╭──

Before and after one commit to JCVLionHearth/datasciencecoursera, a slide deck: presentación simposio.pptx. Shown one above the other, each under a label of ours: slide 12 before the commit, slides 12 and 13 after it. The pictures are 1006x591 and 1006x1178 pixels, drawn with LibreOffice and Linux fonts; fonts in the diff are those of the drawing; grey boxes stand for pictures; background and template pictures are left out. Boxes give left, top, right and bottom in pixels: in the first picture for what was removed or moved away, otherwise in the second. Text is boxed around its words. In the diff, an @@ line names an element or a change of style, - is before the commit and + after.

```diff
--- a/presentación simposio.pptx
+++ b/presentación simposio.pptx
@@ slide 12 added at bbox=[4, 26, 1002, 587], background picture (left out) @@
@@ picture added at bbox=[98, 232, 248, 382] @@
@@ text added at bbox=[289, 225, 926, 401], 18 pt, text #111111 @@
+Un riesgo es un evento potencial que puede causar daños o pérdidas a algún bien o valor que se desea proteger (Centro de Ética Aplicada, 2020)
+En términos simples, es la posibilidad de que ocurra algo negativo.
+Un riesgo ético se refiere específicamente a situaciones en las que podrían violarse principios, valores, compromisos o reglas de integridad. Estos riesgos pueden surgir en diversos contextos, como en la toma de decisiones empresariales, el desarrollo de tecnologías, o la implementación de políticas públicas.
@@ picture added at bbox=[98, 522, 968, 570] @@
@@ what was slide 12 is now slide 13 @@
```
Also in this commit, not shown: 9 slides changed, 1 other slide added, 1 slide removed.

╰──
╭──

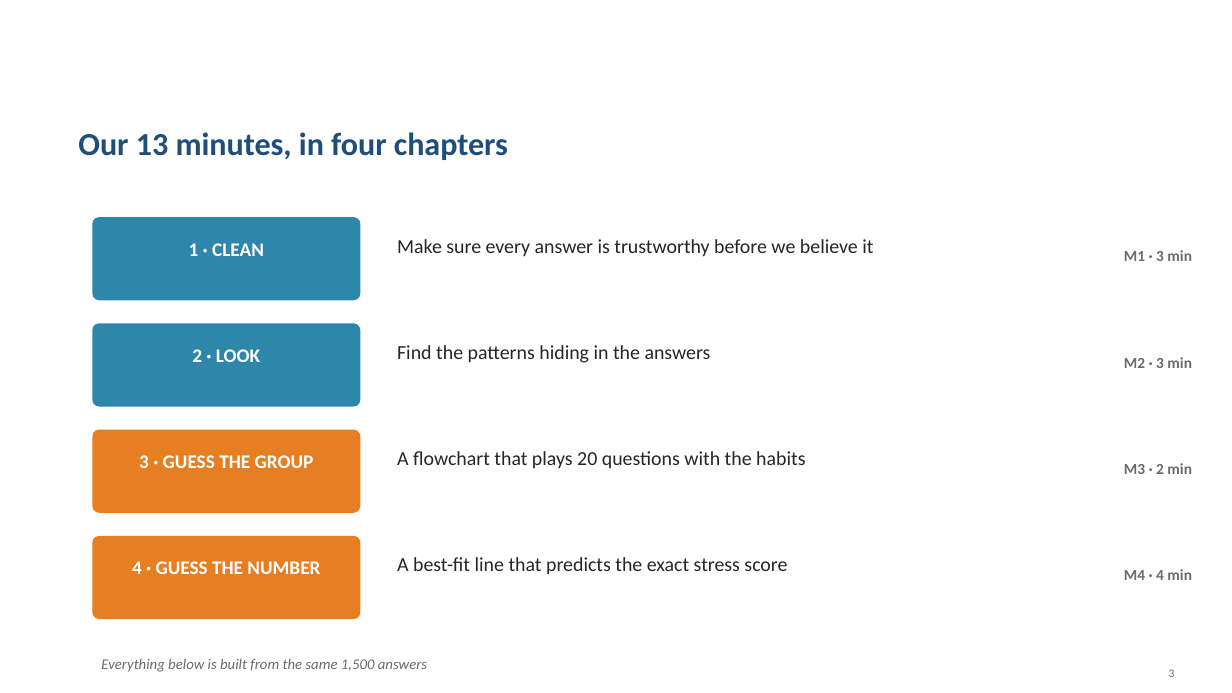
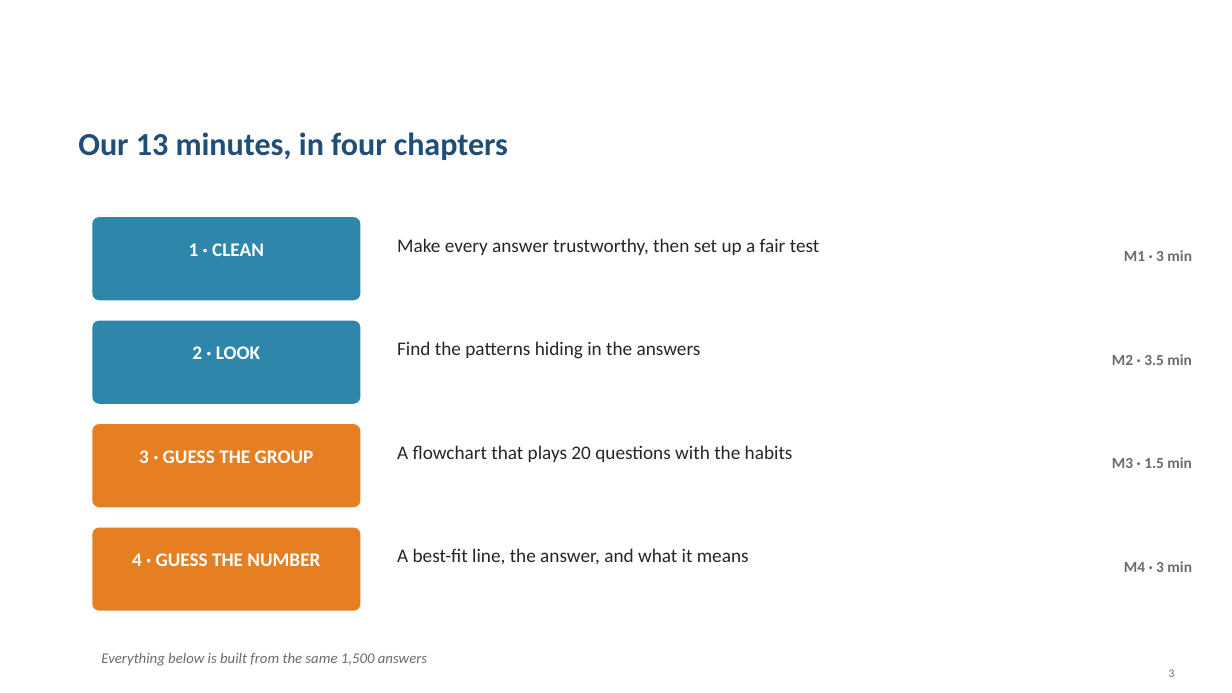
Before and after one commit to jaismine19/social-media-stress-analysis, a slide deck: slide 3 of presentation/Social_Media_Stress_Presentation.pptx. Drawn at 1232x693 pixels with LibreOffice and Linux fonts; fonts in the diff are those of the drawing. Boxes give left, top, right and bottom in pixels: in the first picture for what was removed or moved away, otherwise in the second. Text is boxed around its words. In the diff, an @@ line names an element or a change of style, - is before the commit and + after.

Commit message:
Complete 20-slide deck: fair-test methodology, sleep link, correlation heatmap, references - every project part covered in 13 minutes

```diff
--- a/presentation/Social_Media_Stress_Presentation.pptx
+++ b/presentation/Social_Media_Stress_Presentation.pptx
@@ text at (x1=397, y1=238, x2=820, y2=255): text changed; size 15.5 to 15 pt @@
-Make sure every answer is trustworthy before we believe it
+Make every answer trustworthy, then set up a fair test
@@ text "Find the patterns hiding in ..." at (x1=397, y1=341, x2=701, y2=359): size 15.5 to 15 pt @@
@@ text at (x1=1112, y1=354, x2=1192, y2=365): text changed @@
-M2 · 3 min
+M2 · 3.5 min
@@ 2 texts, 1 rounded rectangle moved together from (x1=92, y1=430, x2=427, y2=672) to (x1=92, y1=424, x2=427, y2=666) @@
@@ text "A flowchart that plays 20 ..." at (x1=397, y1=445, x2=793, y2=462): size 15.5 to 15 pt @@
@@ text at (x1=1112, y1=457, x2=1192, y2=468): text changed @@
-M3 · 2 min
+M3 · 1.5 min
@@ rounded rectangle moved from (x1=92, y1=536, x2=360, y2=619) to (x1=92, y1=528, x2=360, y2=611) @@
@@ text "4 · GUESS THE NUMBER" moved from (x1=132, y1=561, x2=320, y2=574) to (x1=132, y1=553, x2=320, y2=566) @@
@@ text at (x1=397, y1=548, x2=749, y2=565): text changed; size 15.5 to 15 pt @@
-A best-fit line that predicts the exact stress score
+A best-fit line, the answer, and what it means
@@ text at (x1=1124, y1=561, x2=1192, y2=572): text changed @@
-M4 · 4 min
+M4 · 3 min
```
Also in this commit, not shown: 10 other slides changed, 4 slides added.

╰──

▸ **Task item**: Copy the lines from the entries above in which the word "away" appears.

▸ **Answer section**:
Before and after one commit to JCVLionHearth/datasciencecoursera, a slide deck: presentación simposio.pptx. Shown one above the other, each under a label of ours: slide 12 before the commit, slides 12 and 13 after it. The pictures are 1006x591 and 1006x1178 pixels, drawn with LibreOffice and Linux fonts; fonts in the diff are those of the drawing; grey boxes stand for pictures; background and template pictures are left out. Boxes give left, top, right and bottom in pixels: in the first picture for what was removed or moved away, otherwise in the second. Text is boxed around its words. In the diff, an @@ line names an element or a change of style, - is before the commit and + after.
Before and after one commit to jaismine19/social-media-stress-analysis, a slide deck: slide 3 of presentation/Social_Media_Stress_Presentation.pptx. Drawn at 1232x693 pixels with LibreOffice and Linux fonts; fonts in the diff are those of the drawing. Boxes give left, top, right and bottom in pixels: in the first picture for what was removed or moved away, otherwise in the second. Text is boxed around its words. In the diff, an @@ line names an element or a change of style, - is before the commit and + after.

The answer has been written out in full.